Tax Deductions for Small Business Owners
♫ Monday, November 2nd, 2009Small business owners need all the tax help which is available. Tax deductions allow small business owners to keep more of what they earn. With a 35% marginal tax rate, the government is a silent partner who takes no risk and over one-third of the profits. Tax deductions are neither simple, straight forward, or intuitive. However, the effort to increase tax deductions is well worth the effort. Tax deductions reduce taxable income for small business owners but do not directly reduce federal income taxes. Both cash and non-cash tax deductions merit review.
Cash disbursements can be expensed or depreciated. Due to the judgment required to determine what should be capitalized, there is some discretion. For example, a local gang paints graffiti on a portion of the side of your building. You decide to repaint the entire side of the building instead of just the portion with graffiti. Is this a repair or should it be capitalized? Some owners would elect to expense repainting the entire building. Business owners should seek counsel from their advisor regarding discretionary tax deductions.

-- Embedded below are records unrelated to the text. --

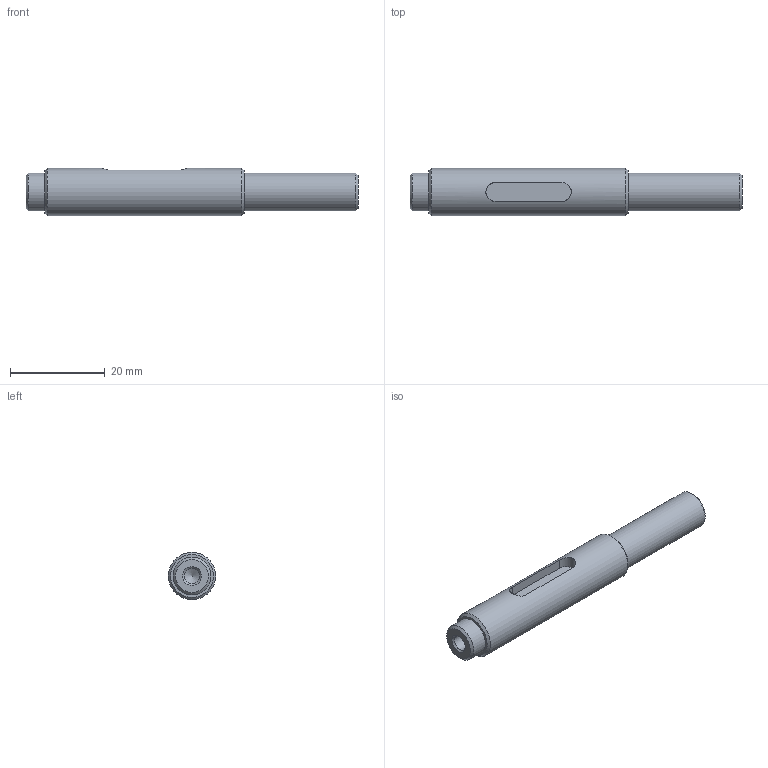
import cadquery as cq
import math

pilot_diameter = 8.0
pilot_length = 4.0
body_diameter = 10.0
body_length = 42.0
tail_diameter = 8.0
tail_length = 24.0
edge_chamfer = 0.5

keyway_start = 16.0
keyway_length = 18.0
keyway_width = 4.0
keyway_depth = 2.5

bore_diameter = 3.3
bore_depth = 10.0
bore_mouth_diameter = 4.0
drill_tip_angle = 118.0


def cylinder_along_x(start, length, diameter):
    return cq.Workplane("YZ").workplane(offset=start).circle(diameter / 2).extrude(length)


def make_shaft():
    body_end = pilot_length + body_length
    pilot = cylinder_along_x(0, pilot_length, pilot_diameter).faces("<X").chamfer(edge_chamfer)
    body = cylinder_along_x(pilot_length, body_length, body_diameter).faces("<X or >X").chamfer(edge_chamfer)
    tail = cylinder_along_x(body_end, tail_length, tail_diameter).faces(">X").chamfer(edge_chamfer)
    return pilot.union(body).union(tail)


def make_keyway():
    return (
        cq.Workplane("XY")
        .workplane(offset=body_diameter / 2 - keyway_depth)
        .center(keyway_start + keyway_length / 2, 0)
        .slot2D(keyway_length, keyway_width)
        .extrude(body_diameter)
    )


def make_bore():
    bore_radius = bore_diameter / 2
    mouth_radius = bore_mouth_diameter / 2
    tip_length = bore_radius / math.tan(math.radians(drill_tip_angle / 2))
    return (
        cq.Workplane("XY")
        .lineTo(0, mouth_radius)
        .lineTo(mouth_radius - bore_radius, bore_radius)
        .lineTo(bore_depth, bore_radius)
        .lineTo(bore_depth + tip_length, 0)
        .close()
        .revolve(360, (0, 0, 0), (1, 0, 0))
    )


result = make_shaft().cut(make_keyway()).cut(make_bore())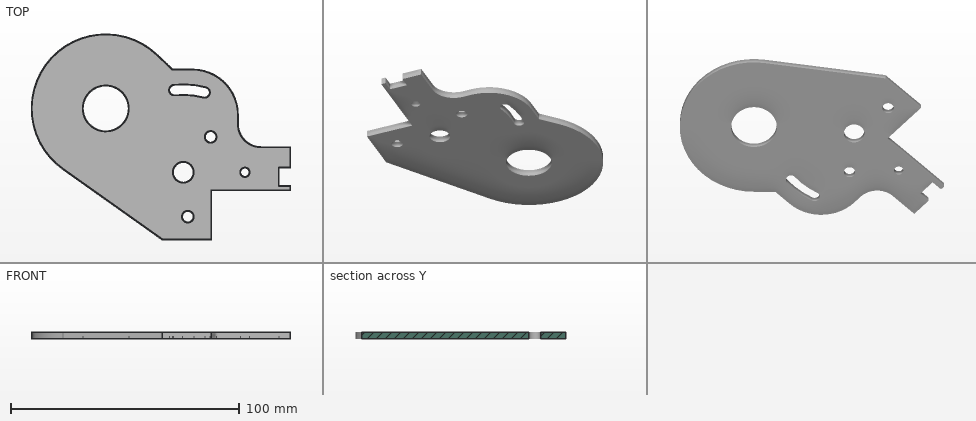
import cadquery as cq
import math

plate_thickness = 3.0

lobe_radius = 32.5
lobe_bore_diameter = 20.0

plate_length = 113.39
plate_width = 89.93
right_x = plate_length - lobe_radius
bottom_y = lobe_radius - plate_width

foot_width = 21.5
foot_right_x = 46.3
foot_left_x = foot_right_x - foot_width

shoulder_left_x = 29.2
shoulder_top_y = 17.1
shoulder_right_x = 57.95
shoulder_radius = 20.0

arm_width = 19.0
arm_bottom_y = -35.9
arm_top_y = arm_bottom_y + arm_width
arm_fillet_radius = 10.0
notch_depth = 5.1
notch_width = 8.0
notch_lip_width = 2.0
notch_bottom_y = arm_bottom_y + notch_lip_width

pivot_x = 33.95
pivot_y = -27.95
pivot_diameter = 9.0
slot_arc_radius = 36.2
slot_width = 4.5
slot_start_angle = 75.0
slot_end_angle = 96.2

screw_diameter = 5.0
upper_screw = (45.95, -12.45)
lower_screw = (35.95, -47.4)
arm_hole_diameter = 4.0
arm_hole = (60.95, pivot_y)


def polar(radius, angle_degrees, center=(0.0, 0.0)):
    """Point at a radius and angle about a center."""
    angle = math.radians(angle_degrees)
    return (center[0] + radius * math.cos(angle), center[1] + radius * math.sin(angle))


def lobe_tangent_point(x, y, side):
    """Point where a line from (x, y) touches the lobe; side +1 is counterclockwise, -1 clockwise."""
    spread = math.acos(lobe_radius / math.hypot(x, y))
    return polar(lobe_radius, math.degrees(math.atan2(y, x) + side * spread))


def make_plate():
    upper_tangent = lobe_tangent_point(shoulder_left_x, shoulder_top_y, 1)
    lower_tangent = lobe_tangent_point(foot_left_x, bottom_y, -1)
    shoulder_center = (shoulder_right_x - shoulder_radius, shoulder_top_y - shoulder_radius)
    fillet_center = (shoulder_right_x + arm_fillet_radius, arm_top_y + arm_fillet_radius)
    return (
        cq.Workplane("XY")
        .moveTo(*upper_tangent)
        .lineTo(shoulder_left_x, shoulder_top_y)
        .lineTo(shoulder_center[0], shoulder_top_y)
        .threePointArc(polar(shoulder_radius, 45, shoulder_center), (shoulder_right_x, shoulder_center[1]))
        .lineTo(shoulder_right_x, fillet_center[1])
        .threePointArc(polar(arm_fillet_radius, 225, fillet_center), (fillet_center[0], arm_top_y))
        .lineTo(right_x, arm_top_y)
        .lineTo(right_x, arm_bottom_y)
        .lineTo(foot_right_x, arm_bottom_y)
        .lineTo(foot_right_x, bottom_y)
        .lineTo(foot_left_x, bottom_y)
        .lineTo(*lower_tangent)
        .threePointArc((-lobe_radius, 0), upper_tangent)
        .close()
        .extrude(plate_thickness)
    )


def make_notch():
    return (
        cq.Workplane("XY")
        .moveTo(right_x - notch_depth, notch_bottom_y)
        .rect(notch_depth, notch_width, centered=False)
        .extrude(plate_thickness)
    )


def make_hole(center, diameter):
    return cq.Workplane("XY").center(*center).circle(diameter / 2).extrude(plate_thickness)


def make_curved_slot():
    pivot = (pivot_x, pivot_y)
    inner_radius = slot_arc_radius - slot_width / 2
    outer_radius = slot_arc_radius + slot_width / 2
    middle_angle = (slot_start_angle + slot_end_angle) / 2
    end_angle = math.degrees(slot_width / 2 / slot_arc_radius)
    return (
        cq.Workplane("XY")
        .moveTo(*polar(outer_radius, slot_start_angle, pivot))
        .threePointArc(polar(outer_radius, middle_angle, pivot), polar(outer_radius, slot_end_angle, pivot))
        .threePointArc(
            polar(slot_arc_radius, slot_end_angle + end_angle, pivot),
            polar(inner_radius, slot_end_angle, pivot),
        )
        .threePointArc(polar(inner_radius, middle_angle, pivot), polar(inner_radius, slot_start_angle, pivot))
        .threePointArc(
            polar(slot_arc_radius, slot_start_angle - end_angle, pivot),
            polar(outer_radius, slot_start_angle, pivot),
        )
        .close()
        .extrude(plate_thickness)
    )


holes = [
    ((0.0, 0.0), lobe_bore_diameter),
    ((pivot_x, pivot_y), pivot_diameter),
    (upper_screw, screw_diameter),
    (lower_screw, screw_diameter),
    (arm_hole, arm_hole_diameter),
]

result = make_plate().cut(make_notch()).cut(make_curved_slot())
for hole_center, hole_diameter in holes:
    result = result.cut(make_hole(hole_center, hole_diameter))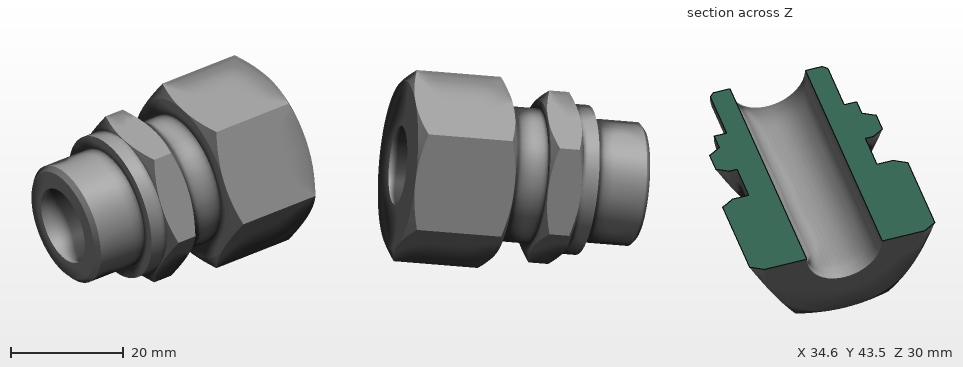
import cadquery as cq
import math

stud_length = 10.0
collar_length = 3.0
body_hex_length = 6.0
neck_length = 6.5
nut_length = 18.0

bore_diameter = 14.0
stud_diameter = 22.0
collar_diameter = 26.68
neck_diameter = 24.02
body_hex_flats = 27.0
nut_flats = 30.0

stud_chamfer_length = 0.8
stud_chamfer_depth = 0.85
hex_chamfer_angle = 30

collar_start = stud_length
body_hex_start = collar_start + collar_length
neck_start = body_hex_start + body_hex_length
nut_start = neck_start + neck_length
total_length = nut_start + nut_length


def section_plane(start):
    """Plane across the fitting axis, facing +Y, with local x along +X."""
    return cq.Workplane(cq.Plane(origin=(0, start, 0), xDir=(1, 0, 0), normal=(0, 1, 0)))


def cylinder(start, length, diameter):
    return section_plane(start).circle(diameter / 2).extrude(length)


def chamfered_hex(start, length, flats):
    """Hexagon with corners on the X axis and conical chamfers at both ends."""
    flat_radius = flats / 2
    corner_radius = flat_radius / math.cos(math.radians(30))
    chamfer_height = (corner_radius - flat_radius) * math.tan(math.radians(hex_chamfer_angle))
    end = start + length
    prism = section_plane(start).polygon(6, 2 * corner_radius).extrude(length)
    envelope = (
        cq.Workplane("XY")
        .moveTo(0, start)
        .lineTo(flat_radius, start)
        .lineTo(corner_radius, start + chamfer_height)
        .lineTo(corner_radius, end - chamfer_height)
        .lineTo(flat_radius, end)
        .lineTo(0, end)
        .close()
        .revolve(360, (0, 0, 0), (0, 1, 0))
    )
    return prism.intersect(envelope)


def chamfered_stud():
    """Stud with a conical lead-in at its free end."""
    radius = stud_diameter / 2
    return (
        cq.Workplane("XY")
        .lineTo(radius - stud_chamfer_depth, 0)
        .lineTo(radius, stud_chamfer_length)
        .lineTo(radius, stud_length)
        .lineTo(0, stud_length)
        .close()
        .revolve(360, (0, 0, 0), (0, 1, 0))
    )


result = (
    chamfered_stud()
    .union(cylinder(collar_start, collar_length, collar_diameter))
    .union(chamfered_hex(body_hex_start, body_hex_length, body_hex_flats))
    .union(cylinder(neck_start, neck_length, neck_diameter))
    .union(chamfered_hex(nut_start, nut_length, nut_flats))
    .cut(cylinder(0, total_length, bore_diameter))
)

Real estate provides bountiful tax deductions for small business owners. Most real estate owners inadvertently understate depreciation and thus forego available tax deductions. The common practice is to simply separate land and long-life property. Real estate owners can typically increase depreciation by 50-100% in the first 5-7 years of ownership by utilizing cost segregation. Cost segregation can separate up to 130 items that can be depreciated over 5, 7, or 15 years. These short-life items typically comprise about 20-40% of the improvement cost basis. The increased depreciation increases tax deductions.
After a cost segregation study is prepared, the owner can “catch-up” previously under-reported depreciation. Another source of “hidden” tax deductions is a careful review of your fixed asset schedule. Many fixed asset schedule include items which should have been expensed or which have been discarded. Misclassified items are another source of additional tax deduction. In some cases the depreciation life for an asset has been overstated through clerical error. A fixed asset audit typically generates meaningful tax deductions.